UNI Europa delegates get motivated at start of conference in Toulouse

An energising opening ceremony combining poetry, dance, speech and music kicked off three days of planning the course of action for Europe’s service sector unions.
The Mayor of Toulouse, Pierre Cohen welcomed the participants to the city. He said that the city of Toulouse had not been chosen to host the conference by chance. Toulouse is a town that is part of the European social fabric that is being unravelled by the current crisis. The capitalist system is facing its worst crisis since 1929. While the bankers are benefitting from golden parachutes, stock options, and CEOs are receiving indecent bonuses, it’s the people who are footing the bill. Cohen said we need to come back to a social Europe through a reform of the economy and sustainable growth. The question for the conference is, “What kind of Europe do we want to live in?”
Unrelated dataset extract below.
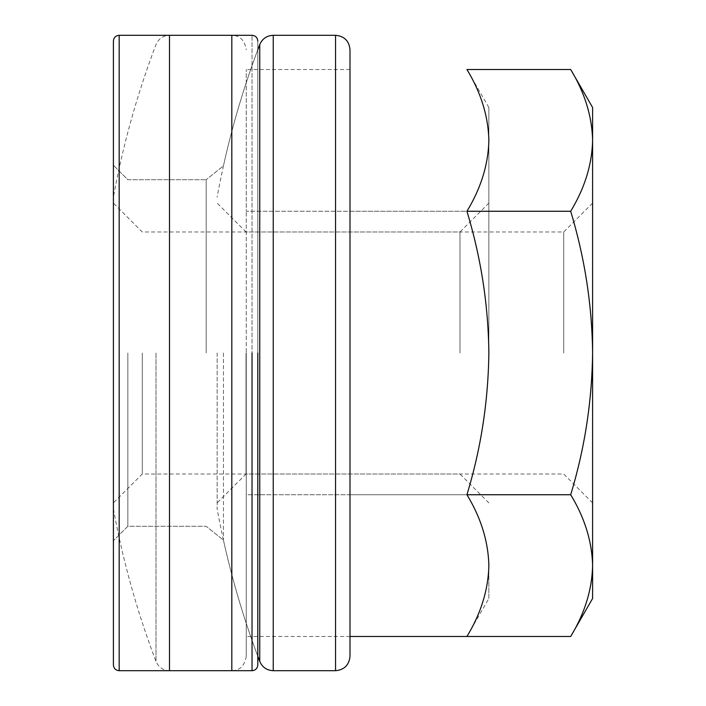 <?xml version="1.0" encoding="UTF-8"?>
<svg xmlns="http://www.w3.org/2000/svg" width="706" height="706" viewBox="0 0 706 706"><rect width="100%" height="100%" fill="white"/><g stroke="black" fill="none" stroke-linecap="round" stroke-linejoin="round"><path stroke-width="0.53" stroke-dasharray="3.53 2.65" d="M223.458 353L223.458 540.161L223.458 353M257.805 353L257.805 656.262L257.805 353M257.805 664.92L257.805 41.08L257.805 664.92M113.401 353L113.401 664.92L113.401 353M206.187 353L206.187 179.712L206.187 353M127.839 353L127.839 526.288L127.839 353M217.139 353L217.139 508.867L217.139 353M592.599 598.494L592.599 565.603C592.016 589.766 584.7 613.39 570.677 636.477M570.677 494.738C584.718 517.877 592.025 541.502 592.599 565.603L592.599 353C591.955 401.59 584.647 448.839 570.677 494.738L350 494.738L350 636.477L350 211.262L350 494.738L246.253 494.738L246.253 636.477L246.253 211.262L246.253 494.738L466.931 494.738C480.98 517.877 488.287 541.502 488.861 565.603C488.27 589.766 480.962 613.39 466.931 636.477L488.861 598.494L488.861 565.603L488.861 598.494M350 656.262L350 49.738M246.023 353L246.023 474.017L246.023 353M570.677 69.523C584.718 92.662 592.025 116.287 592.599 140.397C592.016 164.56 584.7 188.184 570.677 211.262C584.745 257.752 592.052 305.001 592.599 353L592.599 107.506M570.677 211.262L350 211.262L350 69.523L350 211.262L246.253 211.262L246.253 69.523L246.253 211.262L466.931 211.262C481.007 257.752 488.314 305.001 488.861 353L488.861 107.506L488.861 353C488.217 401.59 480.91 448.839 466.931 494.738M563.723 353L563.723 231.983L563.723 353M350 636.477L246.253 636.477M246.253 353L246.253 656.262L246.253 353M142.277 353L142.277 474.017L142.277 353M350 69.523L246.253 69.523M488.861 107.506L466.931 69.523C480.98 92.662 488.287 116.287 488.861 140.397C488.27 164.56 480.962 188.184 466.931 211.262M459.977 353L459.977 231.983L459.977 353M119.173 35.3L119.173 670.7L119.173 35.3M252.033 670.7L252.033 35.3L252.033 670.7M259.746 661.398L259.746 44.602M273.24 670.7L273.24 35.3M335.553 670.7L335.553 35.3M156.008 353L156.008 661.398L156.008 353M113.401 508.867A866.456 866.456 0 0 0 156.008 661.398C158.585 667.285 163.077 670.391 169.502 670.7L169.502 35.3C163.077 35.609 158.585 38.715 156.008 44.602A866.456 866.456 0 0 0 113.401 197.133M246.253 656.262C244.655 665.732 239.846 670.55 231.815 670.7L231.815 35.3C239.846 35.45 244.655 40.268 246.253 49.738M257.805 49.738A866.456 866.456 0 0 0 223.458 165.839L206.187 179.712L223.458 165.839A866.456 866.456 0 0 1 257.805 49.738A866.456 866.456 0 0 0 217.139 197.133M257.805 656.262A866.456 866.456 0 0 1 223.458 540.161L206.187 526.288L127.839 526.288L113.401 540.734L127.839 526.288L206.187 526.288L223.458 540.161A866.456 866.456 0 0 0 257.805 656.262A866.456 866.456 0 0 1 217.139 508.867M127.839 179.712L206.187 179.712L127.839 179.712L113.401 165.266L127.839 179.712M592.599 203.107L563.723 231.983L246.023 231.983L217.139 203.107M592.599 502.893L563.723 474.017L246.023 474.017L217.139 502.893M488.861 203.107L459.977 231.983L142.277 231.983L113.401 203.107M488.861 502.893L459.977 474.017L142.277 474.017L113.401 502.893"/><path stroke-width="1.06" d="M257.805 353L257.805 664.92L257.805 353M113.401 664.92L113.401 41.08L113.401 664.92C113.772 668.467 115.696 670.391 119.173 670.7L119.173 35.3C115.696 35.609 113.772 37.533 113.401 41.08C113.772 37.533 115.696 35.609 119.173 35.3L119.173 670.7C115.696 670.391 113.772 668.467 113.401 664.92M570.677 636.477C584.718 613.337 592.025 589.713 592.599 565.603L592.599 598.494L570.677 636.477L350 636.477L466.931 636.477C480.98 613.337 488.287 589.713 488.861 565.603C488.27 541.44 480.962 517.816 466.931 494.738L570.677 494.738C584.7 517.816 592.016 541.44 592.599 565.603L592.599 353C591.955 401.59 584.647 448.839 570.677 494.738M335.553 670.7L335.553 35.3C344.325 36.156 349.135 40.966 350 49.738L350 656.262C349.135 665.034 344.325 669.844 335.553 670.7L273.24 670.7L273.24 35.3C266.824 35.609 262.323 38.715 259.746 44.602L259.746 661.398C262.323 667.285 266.824 670.391 273.24 670.7M570.677 69.523L592.599 107.506L592.599 353C592.052 305.001 584.745 257.752 570.677 211.262C584.718 188.123 592.025 164.498 592.599 140.397C592.016 116.234 584.7 92.61 570.677 69.523L466.931 69.523C480.962 92.61 488.27 116.234 488.861 140.397C488.287 164.498 480.98 188.123 466.931 211.262C481.007 257.752 488.314 305.001 488.861 353C488.217 401.59 480.91 448.839 466.931 494.738M570.677 211.262L466.931 211.262M252.033 353L252.033 670.7L119.173 670.7L252.033 670.7C255.51 670.391 257.434 668.467 257.805 664.92C257.434 668.467 255.51 670.391 252.033 670.7L252.033 353M169.502 353L169.502 670.7L231.815 670.7L231.815 35.3L169.502 35.3L169.502 353M252.033 35.3L119.173 35.3L252.033 35.3C255.51 35.609 257.434 37.533 257.805 41.08C257.434 37.533 255.51 35.609 252.033 35.3M335.553 35.3L273.24 35.3M259.746 44.602A866.456 866.456 0 0 0 257.805 49.738M257.805 656.262A866.456 866.456 0 0 0 259.746 661.398"/></g></svg>

French unionist, Virginie Fernandez – speaking on behalf of the 30 French unions affiliated to UNI Europa – took up this theme. She said that Toulouse is the ideal place to be asking these crucial questions about the future of Europe because Toulouse was the cradle of the French trade union movement and where socialist France was built. However, this idea of France now has to be defended. France is suffering. Sixty-five percent of French people feel worse than ever before, fearing that we will not pull out of the crisis leading to more job losses and further cuts. Unions have to implement their vision for Europe by mobilising workers and making their voices heard at the national and the international level. This is a role for UNI Europa and that is why the conference is important. It has the responsibility to turn European worker’s hopes into reality.
Bernadette Ségol, the former Regional Secretary of UNI Europa and current General Secretary of the European Trade Union Confederation (ITUC) then spoke about the challenges Europe is facing. Ségol, the first woman at the head of the ETUC and a native of the Toulouse region, called on unions to be motivated as the world enters a dangerous period both economically and socially.
She said that the positive news is that the financial transaction tax that trade unions have been calling for is now on the table. It is now part of President Barroso’s EU plan. However, she warned that several governments will oppose it being used to feed into the European Community budget. Trade unions are adamant that the tax be used to fix the damage created by the crisis.
Ségol called on European trade unionists to be bold and progressive and to take a lead from the German trade unions who recently stated their full support for the Euro and the European Union. She warned that going back to national borders would damage the lives of all workers and that everything the union movement has worked for in the past 50 years could be undermined.
“We will not listen to nationalists who say getting rid of Europe is the answer to crisis,” she said.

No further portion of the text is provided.